You're running a logistics mission with a visit to a government office.  I said government office. You will be called when your stuff arrives in port.  You will be directed to pay the import taxes.  They will then tell you where to wait for your item to be brought up.  If you have all of your paperwork straight in advance it will save you from any surprises.  Depending on your port, you may have to run around between customs and the bonded shipper, or they may be close to each other.  Bring cash.  Bring cash.  Stop at an ATM and get cash, just to have it.  Ask me how I know.


----------



## Ulma Doctor (Nov 30, 2020)

small packages usually don't have much trouble.
ship with a major carrier- DHL, UPS,FED EX, etc.
the shipper is responsible for getting it to customs, once customs clear, the delivery is soon after by the carrier
it can be expensive, dependent on many factors, but often the costs are offset by a reduced purchase price.
there are tactics for purchasing the product in the monetary denomination of the seller and straddling the market to guard against unfavorable denomination value decreases, but the work involved may be superfluous for a single package, unless the value is more than 20,000 USD


----------



## umnik (Nov 30, 2020)

pontiac428 said:


> You're running a logistics mission with a visit to a government office.  I said government office. You will be called when your stuff arrives in port.  You will be directed to pay the import taxes.  They will then tell you where to wait for your item to be brought up.  If you have all of your paperwork straight in advance it will save you from any surprises.  Depending on your port, you may have to run around between customs and the bonded shipper, or they may be close to each other.  Bring cash.  Bring cash.  Stop at an ATM and get cash, just to have it.  Ask me how I know.
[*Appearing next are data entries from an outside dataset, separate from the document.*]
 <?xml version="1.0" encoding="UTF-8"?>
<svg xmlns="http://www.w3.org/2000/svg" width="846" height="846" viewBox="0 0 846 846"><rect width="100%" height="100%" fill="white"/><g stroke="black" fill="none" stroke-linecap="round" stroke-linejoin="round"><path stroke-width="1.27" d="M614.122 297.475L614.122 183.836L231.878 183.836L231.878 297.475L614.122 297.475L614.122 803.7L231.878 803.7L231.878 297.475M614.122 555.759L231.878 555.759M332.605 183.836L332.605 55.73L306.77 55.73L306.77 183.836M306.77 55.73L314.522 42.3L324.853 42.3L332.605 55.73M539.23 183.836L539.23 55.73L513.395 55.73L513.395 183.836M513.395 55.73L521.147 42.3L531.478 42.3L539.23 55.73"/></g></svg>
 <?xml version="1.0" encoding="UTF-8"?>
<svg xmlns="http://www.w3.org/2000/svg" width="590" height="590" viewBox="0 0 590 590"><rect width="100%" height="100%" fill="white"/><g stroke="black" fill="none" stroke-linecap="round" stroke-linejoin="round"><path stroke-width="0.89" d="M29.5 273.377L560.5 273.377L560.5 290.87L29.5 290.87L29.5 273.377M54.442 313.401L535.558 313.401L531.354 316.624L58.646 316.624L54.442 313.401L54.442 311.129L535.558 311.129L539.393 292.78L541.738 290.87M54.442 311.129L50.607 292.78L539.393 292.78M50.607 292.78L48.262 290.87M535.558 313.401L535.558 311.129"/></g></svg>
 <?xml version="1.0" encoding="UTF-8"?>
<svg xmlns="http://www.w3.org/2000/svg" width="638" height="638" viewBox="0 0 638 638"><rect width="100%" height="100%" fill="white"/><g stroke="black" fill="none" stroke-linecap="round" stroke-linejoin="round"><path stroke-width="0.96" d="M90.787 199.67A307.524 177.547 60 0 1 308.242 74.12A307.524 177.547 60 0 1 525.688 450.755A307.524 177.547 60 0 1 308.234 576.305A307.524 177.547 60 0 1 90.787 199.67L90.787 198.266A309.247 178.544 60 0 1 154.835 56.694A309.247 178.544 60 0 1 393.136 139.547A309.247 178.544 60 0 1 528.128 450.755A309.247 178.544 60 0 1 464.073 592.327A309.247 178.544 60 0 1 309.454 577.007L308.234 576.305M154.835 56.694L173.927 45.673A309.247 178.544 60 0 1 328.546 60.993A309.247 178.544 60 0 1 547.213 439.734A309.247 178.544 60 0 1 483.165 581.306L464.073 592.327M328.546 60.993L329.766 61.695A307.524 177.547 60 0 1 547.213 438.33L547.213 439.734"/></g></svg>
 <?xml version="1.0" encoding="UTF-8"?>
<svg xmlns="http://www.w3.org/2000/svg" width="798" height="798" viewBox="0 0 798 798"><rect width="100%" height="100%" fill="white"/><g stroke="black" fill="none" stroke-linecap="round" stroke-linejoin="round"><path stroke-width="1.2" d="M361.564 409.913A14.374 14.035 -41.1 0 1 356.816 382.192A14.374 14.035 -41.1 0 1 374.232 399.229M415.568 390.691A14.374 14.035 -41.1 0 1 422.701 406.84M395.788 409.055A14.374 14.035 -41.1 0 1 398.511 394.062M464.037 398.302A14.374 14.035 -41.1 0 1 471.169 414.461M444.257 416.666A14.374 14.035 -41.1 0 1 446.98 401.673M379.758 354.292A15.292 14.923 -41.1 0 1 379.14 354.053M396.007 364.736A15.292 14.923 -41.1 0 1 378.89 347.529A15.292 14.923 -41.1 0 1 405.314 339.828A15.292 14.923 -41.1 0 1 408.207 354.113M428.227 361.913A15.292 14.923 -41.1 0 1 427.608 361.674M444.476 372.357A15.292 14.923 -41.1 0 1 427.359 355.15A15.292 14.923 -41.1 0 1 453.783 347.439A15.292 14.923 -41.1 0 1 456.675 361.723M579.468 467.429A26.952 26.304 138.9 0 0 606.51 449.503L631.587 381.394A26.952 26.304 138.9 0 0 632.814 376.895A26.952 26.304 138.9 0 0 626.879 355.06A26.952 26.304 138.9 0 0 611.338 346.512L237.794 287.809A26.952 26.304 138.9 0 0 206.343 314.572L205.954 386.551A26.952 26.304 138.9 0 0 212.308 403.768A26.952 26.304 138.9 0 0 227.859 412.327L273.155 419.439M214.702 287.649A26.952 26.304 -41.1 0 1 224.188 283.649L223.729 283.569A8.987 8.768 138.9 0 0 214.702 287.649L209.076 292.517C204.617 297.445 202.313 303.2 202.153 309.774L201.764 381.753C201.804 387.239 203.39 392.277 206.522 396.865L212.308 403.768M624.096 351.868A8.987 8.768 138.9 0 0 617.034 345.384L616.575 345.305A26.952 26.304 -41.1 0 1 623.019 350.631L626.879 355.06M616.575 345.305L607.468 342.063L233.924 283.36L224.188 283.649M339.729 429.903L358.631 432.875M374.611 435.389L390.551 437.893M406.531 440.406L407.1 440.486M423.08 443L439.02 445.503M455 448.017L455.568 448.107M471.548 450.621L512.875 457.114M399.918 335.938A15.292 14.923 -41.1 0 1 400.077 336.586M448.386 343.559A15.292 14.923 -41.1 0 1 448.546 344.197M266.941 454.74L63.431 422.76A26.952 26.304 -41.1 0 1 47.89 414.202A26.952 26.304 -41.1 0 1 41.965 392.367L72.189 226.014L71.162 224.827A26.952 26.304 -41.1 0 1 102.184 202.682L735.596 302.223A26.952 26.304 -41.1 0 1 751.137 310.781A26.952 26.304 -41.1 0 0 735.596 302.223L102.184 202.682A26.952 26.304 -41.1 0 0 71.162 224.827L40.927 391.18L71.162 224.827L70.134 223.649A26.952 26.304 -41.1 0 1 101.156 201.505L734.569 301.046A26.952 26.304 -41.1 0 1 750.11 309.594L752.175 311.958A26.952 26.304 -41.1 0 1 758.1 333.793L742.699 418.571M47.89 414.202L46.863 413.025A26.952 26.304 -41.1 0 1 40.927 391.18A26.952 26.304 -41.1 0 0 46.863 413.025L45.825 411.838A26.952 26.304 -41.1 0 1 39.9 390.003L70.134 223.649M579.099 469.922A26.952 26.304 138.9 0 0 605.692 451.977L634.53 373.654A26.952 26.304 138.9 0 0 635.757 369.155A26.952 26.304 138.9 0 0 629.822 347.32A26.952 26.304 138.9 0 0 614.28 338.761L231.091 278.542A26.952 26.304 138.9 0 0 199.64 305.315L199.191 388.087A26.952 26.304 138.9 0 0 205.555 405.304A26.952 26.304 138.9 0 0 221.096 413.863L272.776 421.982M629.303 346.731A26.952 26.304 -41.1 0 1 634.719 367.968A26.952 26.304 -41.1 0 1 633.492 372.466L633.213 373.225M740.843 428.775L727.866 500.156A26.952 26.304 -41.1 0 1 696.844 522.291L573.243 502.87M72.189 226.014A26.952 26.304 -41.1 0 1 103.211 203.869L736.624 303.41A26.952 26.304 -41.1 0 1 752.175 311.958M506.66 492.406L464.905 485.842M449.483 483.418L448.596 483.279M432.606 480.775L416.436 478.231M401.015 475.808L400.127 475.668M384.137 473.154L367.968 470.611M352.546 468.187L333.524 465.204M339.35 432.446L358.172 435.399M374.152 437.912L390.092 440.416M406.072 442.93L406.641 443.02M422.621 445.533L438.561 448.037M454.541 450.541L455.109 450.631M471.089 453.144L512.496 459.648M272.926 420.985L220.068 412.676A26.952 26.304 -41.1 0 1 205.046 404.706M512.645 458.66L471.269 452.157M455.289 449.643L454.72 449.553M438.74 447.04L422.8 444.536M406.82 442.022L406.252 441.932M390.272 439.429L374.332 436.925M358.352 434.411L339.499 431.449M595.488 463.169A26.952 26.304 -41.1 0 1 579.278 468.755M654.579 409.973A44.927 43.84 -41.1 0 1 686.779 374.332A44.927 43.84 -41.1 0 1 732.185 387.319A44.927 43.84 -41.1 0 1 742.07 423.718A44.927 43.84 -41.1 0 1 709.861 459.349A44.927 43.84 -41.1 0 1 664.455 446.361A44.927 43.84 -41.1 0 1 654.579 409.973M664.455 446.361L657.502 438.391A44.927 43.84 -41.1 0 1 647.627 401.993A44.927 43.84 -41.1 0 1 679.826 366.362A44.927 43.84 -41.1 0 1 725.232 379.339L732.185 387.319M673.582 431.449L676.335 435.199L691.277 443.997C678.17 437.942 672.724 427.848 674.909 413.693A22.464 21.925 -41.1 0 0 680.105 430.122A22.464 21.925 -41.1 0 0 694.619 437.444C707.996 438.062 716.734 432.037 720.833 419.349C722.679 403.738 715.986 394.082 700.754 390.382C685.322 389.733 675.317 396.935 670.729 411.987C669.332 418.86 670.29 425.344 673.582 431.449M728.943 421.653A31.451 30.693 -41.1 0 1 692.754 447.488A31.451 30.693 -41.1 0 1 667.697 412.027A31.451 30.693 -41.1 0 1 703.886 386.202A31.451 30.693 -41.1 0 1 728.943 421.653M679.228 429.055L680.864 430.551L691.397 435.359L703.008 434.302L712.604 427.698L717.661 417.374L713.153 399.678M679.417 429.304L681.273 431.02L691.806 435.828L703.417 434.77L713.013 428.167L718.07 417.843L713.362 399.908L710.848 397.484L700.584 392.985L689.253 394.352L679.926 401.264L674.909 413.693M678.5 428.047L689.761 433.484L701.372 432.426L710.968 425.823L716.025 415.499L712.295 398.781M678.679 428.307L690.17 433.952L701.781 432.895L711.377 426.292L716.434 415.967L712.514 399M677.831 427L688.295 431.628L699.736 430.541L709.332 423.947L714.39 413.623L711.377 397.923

@pontiac428 , thanks for heads up. How can I know amount of import taxes in advance?


----------



## umnik (Nov 30, 2020)

Ulma Doctor said:


> ship with a major carrier- DHL, UPS,FED EX, etc.


That is not an option, I guess. ~ 400lb on a 3'x4' pallet will be impossible or way too expensive.


----------



## Ulma Doctor (Nov 30, 2020)

expense may sour this deal


----------



## vtcnc (Nov 30, 2020)

umnik said:


> That is not an option, I guess. ~ 400lb on a 3'x4' pallet will be impossible or way too expensive.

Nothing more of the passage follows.